A combined VOF-RANS approach for studying the evolution of incipient wind-generated waves over a viscous liquid

Abstract: Recent laboratory experiments have revealed that important insights into the physical processes involved in the wind-driven generation of surface waves may be obtained by varying the viscosity of the carrying liquid over several orders of magnitude. The present paper reports on the development of a companion approach aimed at studying similar phenomena through numerical simulation. After reviewing available options, we select and approach based on the combination of a volume of fluid technique to track the evolution of the air-liquid interface, and a two-dimensional Reynolds-averaged version of the Navier-Stokes equations supplemented with a turbulence model to predict the velocity and pressure fields in both fluids.
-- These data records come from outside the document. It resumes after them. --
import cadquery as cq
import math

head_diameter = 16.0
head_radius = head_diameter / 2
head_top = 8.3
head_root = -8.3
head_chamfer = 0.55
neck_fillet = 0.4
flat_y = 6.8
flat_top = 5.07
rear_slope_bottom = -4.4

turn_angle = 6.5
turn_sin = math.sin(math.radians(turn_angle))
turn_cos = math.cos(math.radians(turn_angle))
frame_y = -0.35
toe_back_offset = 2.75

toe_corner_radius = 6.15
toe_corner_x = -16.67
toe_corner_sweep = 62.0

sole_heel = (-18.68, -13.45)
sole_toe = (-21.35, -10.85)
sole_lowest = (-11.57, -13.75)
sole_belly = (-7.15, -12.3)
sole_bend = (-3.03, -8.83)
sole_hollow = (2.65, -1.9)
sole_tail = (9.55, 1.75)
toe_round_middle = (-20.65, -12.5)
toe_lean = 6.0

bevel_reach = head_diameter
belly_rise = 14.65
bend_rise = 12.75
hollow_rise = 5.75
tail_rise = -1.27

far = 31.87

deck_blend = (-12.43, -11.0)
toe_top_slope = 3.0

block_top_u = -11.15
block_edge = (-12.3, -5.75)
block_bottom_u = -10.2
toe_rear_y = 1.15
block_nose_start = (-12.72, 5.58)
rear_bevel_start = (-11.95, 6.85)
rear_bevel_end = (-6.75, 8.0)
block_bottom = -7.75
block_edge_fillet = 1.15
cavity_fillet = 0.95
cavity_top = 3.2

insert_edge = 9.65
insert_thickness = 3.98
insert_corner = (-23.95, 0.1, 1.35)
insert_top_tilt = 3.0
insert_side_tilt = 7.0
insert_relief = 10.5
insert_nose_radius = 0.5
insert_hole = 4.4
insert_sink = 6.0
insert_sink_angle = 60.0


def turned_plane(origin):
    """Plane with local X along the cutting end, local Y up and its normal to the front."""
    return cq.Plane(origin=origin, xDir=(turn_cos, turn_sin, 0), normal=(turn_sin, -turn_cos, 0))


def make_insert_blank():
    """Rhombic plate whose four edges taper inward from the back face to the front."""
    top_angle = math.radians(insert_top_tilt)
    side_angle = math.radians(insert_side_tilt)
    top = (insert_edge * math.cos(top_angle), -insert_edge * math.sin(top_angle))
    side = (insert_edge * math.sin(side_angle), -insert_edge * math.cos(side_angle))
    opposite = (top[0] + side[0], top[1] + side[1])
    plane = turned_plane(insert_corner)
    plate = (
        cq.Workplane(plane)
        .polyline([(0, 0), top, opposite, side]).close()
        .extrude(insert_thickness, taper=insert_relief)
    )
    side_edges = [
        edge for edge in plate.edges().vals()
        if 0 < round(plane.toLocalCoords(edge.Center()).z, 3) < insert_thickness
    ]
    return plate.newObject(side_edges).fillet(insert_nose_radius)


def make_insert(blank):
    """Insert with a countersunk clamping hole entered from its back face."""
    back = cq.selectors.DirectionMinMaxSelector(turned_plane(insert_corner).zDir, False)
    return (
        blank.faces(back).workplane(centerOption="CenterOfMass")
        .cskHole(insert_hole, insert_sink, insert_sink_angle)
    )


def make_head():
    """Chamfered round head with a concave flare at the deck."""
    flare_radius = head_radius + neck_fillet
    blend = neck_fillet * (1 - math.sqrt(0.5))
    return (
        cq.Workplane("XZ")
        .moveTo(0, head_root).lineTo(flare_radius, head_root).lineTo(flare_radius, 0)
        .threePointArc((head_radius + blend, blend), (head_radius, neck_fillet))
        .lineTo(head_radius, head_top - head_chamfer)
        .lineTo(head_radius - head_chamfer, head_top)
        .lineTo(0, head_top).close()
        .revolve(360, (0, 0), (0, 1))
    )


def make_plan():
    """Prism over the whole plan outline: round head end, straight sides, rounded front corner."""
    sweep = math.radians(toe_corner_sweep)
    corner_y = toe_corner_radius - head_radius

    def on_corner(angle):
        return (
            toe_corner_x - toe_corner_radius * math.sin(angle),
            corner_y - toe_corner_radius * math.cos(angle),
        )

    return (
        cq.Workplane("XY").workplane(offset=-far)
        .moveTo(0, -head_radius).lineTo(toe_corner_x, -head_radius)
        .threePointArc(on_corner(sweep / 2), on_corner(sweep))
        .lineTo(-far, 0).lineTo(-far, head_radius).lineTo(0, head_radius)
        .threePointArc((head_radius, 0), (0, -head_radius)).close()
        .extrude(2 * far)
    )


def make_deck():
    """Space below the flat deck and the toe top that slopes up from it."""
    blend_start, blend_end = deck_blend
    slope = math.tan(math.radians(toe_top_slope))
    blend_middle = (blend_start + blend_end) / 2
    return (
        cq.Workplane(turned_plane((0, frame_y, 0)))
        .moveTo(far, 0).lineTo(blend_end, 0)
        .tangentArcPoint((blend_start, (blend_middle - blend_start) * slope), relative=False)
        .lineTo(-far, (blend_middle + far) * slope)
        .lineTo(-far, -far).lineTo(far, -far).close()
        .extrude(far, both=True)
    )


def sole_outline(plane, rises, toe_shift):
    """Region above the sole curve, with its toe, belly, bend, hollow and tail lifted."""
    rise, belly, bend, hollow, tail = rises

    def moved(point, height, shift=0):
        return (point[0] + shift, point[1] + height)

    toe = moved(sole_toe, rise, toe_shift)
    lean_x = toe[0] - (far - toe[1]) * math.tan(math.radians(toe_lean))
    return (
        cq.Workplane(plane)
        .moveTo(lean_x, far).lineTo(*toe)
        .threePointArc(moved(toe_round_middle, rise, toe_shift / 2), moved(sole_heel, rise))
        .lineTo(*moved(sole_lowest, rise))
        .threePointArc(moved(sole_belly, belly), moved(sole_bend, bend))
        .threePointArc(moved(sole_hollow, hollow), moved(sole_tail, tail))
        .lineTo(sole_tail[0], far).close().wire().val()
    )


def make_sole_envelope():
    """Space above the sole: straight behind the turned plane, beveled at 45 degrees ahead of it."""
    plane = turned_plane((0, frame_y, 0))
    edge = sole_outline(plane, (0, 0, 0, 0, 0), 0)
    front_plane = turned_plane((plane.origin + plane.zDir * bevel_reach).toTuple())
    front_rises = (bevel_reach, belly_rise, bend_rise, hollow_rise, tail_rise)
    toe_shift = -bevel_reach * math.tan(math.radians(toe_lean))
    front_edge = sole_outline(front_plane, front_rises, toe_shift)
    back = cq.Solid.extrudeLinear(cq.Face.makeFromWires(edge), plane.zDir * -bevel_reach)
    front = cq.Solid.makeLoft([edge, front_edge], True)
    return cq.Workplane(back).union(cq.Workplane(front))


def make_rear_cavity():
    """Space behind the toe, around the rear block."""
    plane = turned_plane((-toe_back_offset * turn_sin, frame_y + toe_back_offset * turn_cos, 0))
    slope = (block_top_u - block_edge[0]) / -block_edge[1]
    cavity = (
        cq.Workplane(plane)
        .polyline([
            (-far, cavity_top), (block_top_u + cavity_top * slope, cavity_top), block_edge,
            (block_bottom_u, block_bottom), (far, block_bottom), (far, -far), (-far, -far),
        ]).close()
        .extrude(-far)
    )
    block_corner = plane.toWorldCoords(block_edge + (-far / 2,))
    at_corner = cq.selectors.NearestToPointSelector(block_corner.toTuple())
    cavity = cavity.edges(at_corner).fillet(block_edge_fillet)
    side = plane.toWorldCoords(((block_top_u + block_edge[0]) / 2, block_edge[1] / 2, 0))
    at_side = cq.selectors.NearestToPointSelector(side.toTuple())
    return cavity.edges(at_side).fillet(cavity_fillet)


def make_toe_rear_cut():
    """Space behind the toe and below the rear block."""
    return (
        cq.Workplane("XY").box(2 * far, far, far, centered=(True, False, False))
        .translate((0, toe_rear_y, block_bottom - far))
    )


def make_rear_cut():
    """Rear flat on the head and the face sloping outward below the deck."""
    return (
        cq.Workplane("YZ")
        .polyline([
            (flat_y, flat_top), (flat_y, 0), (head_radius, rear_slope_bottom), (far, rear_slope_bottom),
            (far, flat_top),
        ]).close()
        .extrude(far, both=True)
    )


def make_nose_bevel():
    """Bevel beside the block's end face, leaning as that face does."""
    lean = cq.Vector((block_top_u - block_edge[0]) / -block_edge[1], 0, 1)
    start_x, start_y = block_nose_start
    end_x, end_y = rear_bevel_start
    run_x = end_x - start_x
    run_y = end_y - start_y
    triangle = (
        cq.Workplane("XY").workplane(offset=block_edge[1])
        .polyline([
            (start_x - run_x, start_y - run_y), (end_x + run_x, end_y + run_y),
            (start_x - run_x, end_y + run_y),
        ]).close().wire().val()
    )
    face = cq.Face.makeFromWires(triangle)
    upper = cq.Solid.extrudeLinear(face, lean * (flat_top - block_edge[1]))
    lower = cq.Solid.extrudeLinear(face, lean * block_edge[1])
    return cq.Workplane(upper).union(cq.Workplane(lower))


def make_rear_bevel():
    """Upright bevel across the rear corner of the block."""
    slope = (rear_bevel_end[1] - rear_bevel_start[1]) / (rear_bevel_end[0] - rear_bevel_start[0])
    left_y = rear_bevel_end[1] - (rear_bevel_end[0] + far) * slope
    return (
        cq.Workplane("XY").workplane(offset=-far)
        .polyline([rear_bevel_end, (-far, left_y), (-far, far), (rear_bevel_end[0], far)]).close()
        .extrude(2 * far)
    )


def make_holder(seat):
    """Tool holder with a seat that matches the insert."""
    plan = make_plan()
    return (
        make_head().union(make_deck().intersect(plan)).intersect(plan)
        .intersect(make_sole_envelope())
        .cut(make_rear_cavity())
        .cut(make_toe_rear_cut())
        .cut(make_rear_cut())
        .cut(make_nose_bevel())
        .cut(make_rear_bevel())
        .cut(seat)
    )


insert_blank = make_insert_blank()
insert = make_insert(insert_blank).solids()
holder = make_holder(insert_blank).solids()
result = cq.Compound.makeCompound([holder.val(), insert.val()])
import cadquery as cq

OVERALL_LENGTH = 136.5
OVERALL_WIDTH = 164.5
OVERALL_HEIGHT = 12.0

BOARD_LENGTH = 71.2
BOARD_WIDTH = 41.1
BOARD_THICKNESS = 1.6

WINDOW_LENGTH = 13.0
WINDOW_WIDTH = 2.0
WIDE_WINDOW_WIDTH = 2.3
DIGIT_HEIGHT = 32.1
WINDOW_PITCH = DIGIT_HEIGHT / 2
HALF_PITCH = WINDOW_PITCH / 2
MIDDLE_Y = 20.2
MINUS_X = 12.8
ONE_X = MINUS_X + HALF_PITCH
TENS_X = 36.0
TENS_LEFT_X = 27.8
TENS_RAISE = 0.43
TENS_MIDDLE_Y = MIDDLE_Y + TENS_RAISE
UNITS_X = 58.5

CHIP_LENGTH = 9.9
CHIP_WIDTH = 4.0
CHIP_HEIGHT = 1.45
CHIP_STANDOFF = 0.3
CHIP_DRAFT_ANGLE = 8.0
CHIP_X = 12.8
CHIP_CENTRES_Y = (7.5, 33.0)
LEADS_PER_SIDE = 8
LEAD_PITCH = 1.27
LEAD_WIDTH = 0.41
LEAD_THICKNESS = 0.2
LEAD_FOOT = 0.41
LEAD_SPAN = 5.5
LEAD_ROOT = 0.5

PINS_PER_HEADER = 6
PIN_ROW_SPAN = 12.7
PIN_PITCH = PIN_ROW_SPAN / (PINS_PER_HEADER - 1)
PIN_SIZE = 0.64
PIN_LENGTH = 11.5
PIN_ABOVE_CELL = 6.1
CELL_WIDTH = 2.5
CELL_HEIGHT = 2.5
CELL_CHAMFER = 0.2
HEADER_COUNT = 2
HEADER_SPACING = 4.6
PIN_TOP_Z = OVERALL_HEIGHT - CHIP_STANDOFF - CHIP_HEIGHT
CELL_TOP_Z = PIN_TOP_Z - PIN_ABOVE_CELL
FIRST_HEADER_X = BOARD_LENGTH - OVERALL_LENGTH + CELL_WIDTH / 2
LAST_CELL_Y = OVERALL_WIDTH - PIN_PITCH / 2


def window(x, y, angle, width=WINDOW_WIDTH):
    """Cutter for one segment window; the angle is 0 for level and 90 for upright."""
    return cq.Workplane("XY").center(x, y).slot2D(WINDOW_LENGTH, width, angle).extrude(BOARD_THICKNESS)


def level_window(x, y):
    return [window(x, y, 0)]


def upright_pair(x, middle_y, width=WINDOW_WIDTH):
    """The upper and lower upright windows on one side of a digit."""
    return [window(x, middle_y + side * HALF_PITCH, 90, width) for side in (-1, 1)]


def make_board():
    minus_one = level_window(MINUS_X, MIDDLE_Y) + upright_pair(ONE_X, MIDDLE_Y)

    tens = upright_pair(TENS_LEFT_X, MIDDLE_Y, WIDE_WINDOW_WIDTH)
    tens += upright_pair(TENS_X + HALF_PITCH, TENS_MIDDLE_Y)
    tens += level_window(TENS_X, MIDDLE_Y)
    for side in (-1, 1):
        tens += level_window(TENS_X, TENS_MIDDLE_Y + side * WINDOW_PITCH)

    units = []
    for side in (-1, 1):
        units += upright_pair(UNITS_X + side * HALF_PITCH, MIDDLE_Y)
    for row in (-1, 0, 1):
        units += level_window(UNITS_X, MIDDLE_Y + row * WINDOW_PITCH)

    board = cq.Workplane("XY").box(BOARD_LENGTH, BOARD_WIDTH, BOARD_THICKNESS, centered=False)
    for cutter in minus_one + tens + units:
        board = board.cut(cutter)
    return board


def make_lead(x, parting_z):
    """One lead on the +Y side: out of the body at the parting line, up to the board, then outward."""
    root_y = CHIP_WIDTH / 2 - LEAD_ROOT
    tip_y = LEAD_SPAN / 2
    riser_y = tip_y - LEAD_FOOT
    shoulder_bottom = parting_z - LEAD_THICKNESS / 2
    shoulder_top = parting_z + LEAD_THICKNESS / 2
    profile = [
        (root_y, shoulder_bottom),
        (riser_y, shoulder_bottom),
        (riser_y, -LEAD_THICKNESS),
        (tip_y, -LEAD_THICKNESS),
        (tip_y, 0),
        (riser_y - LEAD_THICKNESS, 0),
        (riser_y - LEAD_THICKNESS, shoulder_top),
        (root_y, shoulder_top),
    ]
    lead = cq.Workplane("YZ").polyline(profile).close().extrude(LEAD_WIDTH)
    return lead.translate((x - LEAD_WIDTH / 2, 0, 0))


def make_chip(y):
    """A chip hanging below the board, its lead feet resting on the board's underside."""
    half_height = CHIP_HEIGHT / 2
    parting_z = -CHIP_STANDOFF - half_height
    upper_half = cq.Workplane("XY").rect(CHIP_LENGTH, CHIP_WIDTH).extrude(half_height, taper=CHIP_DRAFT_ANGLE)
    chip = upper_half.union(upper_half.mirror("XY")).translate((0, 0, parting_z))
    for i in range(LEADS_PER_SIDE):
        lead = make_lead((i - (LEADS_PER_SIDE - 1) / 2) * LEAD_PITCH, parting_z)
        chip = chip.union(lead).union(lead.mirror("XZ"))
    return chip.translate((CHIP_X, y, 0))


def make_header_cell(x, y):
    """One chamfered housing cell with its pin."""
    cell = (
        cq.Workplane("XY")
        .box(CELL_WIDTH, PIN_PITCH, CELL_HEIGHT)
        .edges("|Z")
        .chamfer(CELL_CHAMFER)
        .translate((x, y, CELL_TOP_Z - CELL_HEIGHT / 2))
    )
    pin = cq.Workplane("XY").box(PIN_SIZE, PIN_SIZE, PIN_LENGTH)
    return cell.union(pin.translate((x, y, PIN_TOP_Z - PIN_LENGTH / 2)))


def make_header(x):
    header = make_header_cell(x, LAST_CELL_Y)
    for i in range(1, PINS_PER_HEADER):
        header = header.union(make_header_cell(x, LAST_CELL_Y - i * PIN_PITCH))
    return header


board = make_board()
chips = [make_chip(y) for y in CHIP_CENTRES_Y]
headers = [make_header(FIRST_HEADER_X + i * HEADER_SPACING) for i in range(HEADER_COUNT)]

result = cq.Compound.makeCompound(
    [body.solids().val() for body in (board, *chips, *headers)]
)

We examine the formal and physical frameworks in which such a formulation is meaningful, and close the governing momentum equations with the one-equation Spalart-Allmaras model which directly solves a transport equation for the eddy viscosity. For this purpose, we assume the interface to behave as a rigid wall with respect to turbulent fluctuations in the air, and implement a versatile algorithm to compute the local distance to the interface whatever its shape. We first assess the performance of this model in the single-phase configuration of flow over a wavy rigid wall, which is of specific relevance with respect to wind-wave generation. Then, we discuss the initialization protocol used in two-phase simulations, which involves a white noise distribution applied to the interface position. We finally present some examples of interface evolutions obtained at several wind speeds with liquids of various viscosities.